* What is expected *
Given the entries below, would you transcribe exactly the lines starting at the one with "Above: before the" and ending at the one with "- Up to frame 1 (0.25 s): no input", both kept, pictures omitted, nothing extra?

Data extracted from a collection
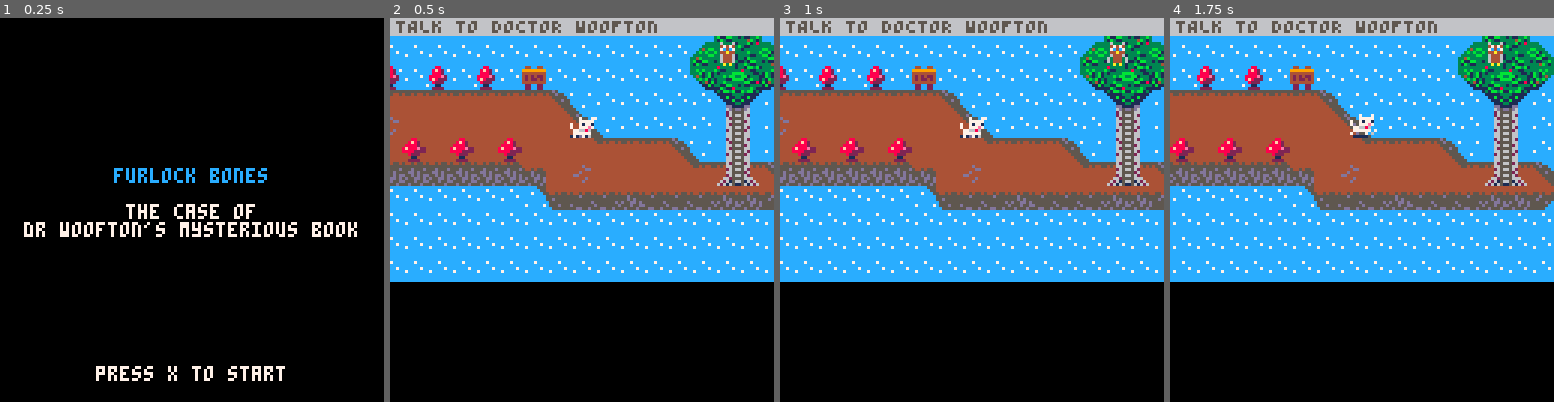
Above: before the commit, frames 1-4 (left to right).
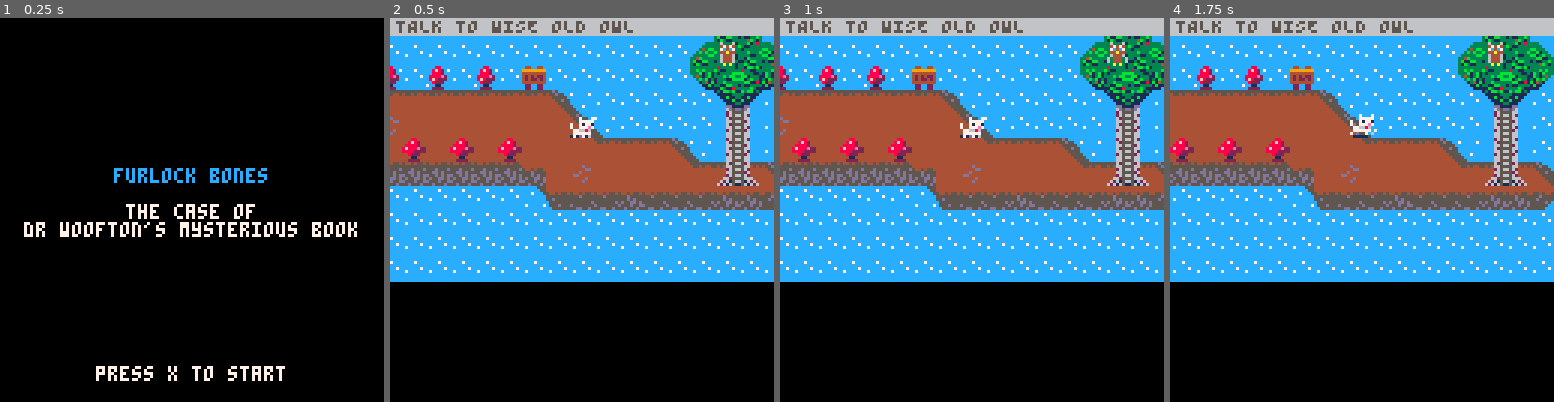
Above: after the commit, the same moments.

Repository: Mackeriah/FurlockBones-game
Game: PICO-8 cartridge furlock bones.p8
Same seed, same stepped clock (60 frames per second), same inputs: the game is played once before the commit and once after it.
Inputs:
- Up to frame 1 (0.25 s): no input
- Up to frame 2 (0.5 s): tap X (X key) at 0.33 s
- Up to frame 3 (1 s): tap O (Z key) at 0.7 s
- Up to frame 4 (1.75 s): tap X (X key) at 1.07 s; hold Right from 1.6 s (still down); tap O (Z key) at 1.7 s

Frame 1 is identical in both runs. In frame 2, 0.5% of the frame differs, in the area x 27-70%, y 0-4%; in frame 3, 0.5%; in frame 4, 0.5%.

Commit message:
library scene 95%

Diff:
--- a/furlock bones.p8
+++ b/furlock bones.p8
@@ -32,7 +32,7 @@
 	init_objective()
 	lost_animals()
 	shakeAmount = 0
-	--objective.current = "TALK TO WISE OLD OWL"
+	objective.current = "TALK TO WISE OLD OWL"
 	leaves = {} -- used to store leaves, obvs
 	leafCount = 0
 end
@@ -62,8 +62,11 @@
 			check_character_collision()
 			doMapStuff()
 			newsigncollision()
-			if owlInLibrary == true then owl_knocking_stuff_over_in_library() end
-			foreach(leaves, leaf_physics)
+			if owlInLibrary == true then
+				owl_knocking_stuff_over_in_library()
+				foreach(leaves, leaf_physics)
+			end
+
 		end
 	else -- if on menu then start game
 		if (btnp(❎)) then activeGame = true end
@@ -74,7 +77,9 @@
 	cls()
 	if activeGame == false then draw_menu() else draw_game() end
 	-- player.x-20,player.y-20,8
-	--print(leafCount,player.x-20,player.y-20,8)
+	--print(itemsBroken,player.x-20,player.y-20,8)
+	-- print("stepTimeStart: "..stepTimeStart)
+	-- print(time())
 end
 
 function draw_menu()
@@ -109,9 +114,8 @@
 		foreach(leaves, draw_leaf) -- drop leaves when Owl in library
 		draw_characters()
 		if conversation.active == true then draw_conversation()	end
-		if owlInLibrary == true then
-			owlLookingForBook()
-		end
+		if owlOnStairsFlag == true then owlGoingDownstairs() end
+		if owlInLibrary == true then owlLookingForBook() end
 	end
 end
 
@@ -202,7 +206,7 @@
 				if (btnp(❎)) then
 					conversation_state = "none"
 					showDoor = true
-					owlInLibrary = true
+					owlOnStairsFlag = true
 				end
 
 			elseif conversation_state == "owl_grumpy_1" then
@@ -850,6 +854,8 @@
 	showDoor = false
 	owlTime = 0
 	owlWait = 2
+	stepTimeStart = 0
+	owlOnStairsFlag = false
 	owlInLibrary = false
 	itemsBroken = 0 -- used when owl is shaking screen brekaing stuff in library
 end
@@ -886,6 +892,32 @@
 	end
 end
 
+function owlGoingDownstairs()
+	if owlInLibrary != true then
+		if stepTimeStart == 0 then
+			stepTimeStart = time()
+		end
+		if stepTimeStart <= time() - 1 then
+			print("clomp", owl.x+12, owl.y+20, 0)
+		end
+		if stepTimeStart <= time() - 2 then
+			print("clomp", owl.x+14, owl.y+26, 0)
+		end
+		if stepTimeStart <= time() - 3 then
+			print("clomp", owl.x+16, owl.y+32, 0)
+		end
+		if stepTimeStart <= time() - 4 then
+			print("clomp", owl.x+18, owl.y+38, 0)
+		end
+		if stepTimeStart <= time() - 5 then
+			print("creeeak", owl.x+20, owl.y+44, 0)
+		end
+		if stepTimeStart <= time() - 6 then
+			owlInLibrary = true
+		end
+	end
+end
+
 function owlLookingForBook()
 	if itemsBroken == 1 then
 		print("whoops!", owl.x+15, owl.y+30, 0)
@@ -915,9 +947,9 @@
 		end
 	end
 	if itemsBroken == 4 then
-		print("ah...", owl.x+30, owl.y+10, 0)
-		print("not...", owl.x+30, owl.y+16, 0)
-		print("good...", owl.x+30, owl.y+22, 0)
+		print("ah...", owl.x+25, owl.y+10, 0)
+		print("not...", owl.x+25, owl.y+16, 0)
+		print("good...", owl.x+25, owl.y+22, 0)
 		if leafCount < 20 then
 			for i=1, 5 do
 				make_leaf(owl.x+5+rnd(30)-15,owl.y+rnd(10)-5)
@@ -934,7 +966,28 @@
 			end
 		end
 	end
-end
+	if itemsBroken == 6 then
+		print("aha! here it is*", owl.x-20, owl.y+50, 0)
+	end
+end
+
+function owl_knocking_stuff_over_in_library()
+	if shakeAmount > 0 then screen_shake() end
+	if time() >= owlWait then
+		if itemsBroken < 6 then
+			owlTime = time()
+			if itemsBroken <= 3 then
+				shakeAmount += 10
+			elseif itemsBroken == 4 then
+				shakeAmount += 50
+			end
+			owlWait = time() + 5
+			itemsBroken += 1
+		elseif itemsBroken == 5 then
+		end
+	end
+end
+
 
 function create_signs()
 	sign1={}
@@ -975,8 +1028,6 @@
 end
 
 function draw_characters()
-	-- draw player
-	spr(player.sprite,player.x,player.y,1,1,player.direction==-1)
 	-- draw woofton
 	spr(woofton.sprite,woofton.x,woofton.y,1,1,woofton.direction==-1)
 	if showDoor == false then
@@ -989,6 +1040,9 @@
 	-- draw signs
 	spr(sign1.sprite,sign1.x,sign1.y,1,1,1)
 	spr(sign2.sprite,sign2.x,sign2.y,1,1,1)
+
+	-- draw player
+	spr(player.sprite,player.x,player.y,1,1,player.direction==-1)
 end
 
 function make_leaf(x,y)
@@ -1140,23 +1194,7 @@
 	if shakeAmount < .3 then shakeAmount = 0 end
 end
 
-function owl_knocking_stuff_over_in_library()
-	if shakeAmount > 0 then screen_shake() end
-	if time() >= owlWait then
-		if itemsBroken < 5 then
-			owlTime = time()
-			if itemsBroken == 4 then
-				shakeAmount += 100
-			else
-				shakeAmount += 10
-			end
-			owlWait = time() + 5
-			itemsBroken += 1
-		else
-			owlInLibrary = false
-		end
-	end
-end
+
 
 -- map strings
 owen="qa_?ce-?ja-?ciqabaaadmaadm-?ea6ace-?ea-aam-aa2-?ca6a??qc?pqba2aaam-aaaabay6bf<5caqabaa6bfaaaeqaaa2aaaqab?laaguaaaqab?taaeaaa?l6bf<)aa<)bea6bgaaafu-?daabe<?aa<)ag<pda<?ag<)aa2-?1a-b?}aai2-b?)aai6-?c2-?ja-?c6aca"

...

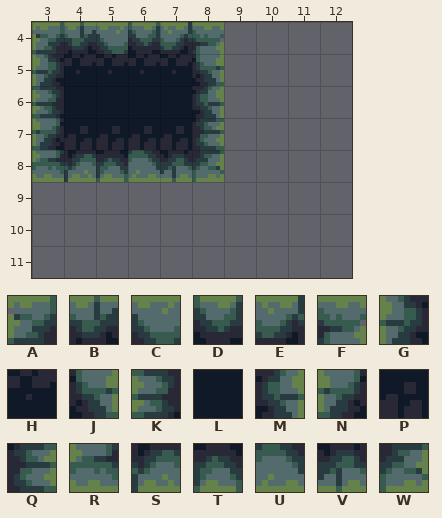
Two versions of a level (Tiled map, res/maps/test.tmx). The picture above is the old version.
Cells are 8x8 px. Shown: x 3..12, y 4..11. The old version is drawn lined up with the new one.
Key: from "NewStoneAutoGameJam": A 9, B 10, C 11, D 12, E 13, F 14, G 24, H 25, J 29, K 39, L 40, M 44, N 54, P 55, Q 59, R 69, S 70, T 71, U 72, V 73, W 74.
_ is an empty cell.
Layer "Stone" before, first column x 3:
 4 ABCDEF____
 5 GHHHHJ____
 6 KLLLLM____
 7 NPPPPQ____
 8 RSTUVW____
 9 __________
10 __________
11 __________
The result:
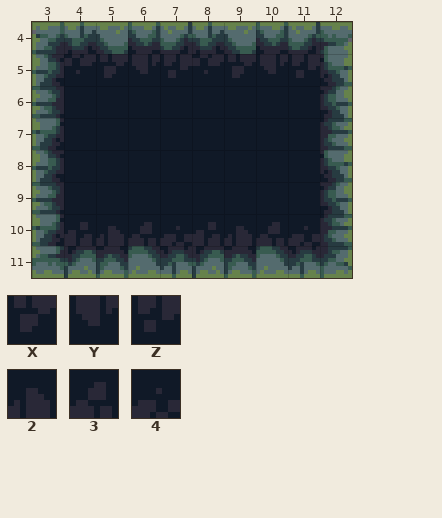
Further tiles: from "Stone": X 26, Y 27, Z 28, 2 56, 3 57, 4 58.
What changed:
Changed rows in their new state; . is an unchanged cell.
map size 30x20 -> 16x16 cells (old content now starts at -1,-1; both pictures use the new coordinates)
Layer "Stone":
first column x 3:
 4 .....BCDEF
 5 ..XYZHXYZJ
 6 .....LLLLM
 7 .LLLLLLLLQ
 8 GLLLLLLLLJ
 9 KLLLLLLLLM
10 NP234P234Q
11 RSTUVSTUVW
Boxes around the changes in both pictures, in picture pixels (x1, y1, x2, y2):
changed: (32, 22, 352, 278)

* Result of the task *
Above: before the commit, frames 1-4 (left to right).
Above: after the commit, the same moments.

Repository: Mackeriah/FurlockBones-game
Game: PICO-8 cartridge furlock bones.p8
Same seed, same stepped clock (60 frames per second), same inputs: the game is played once before the commit and once after it.
Inputs:
- Up to frame 1 (0.25 s): no input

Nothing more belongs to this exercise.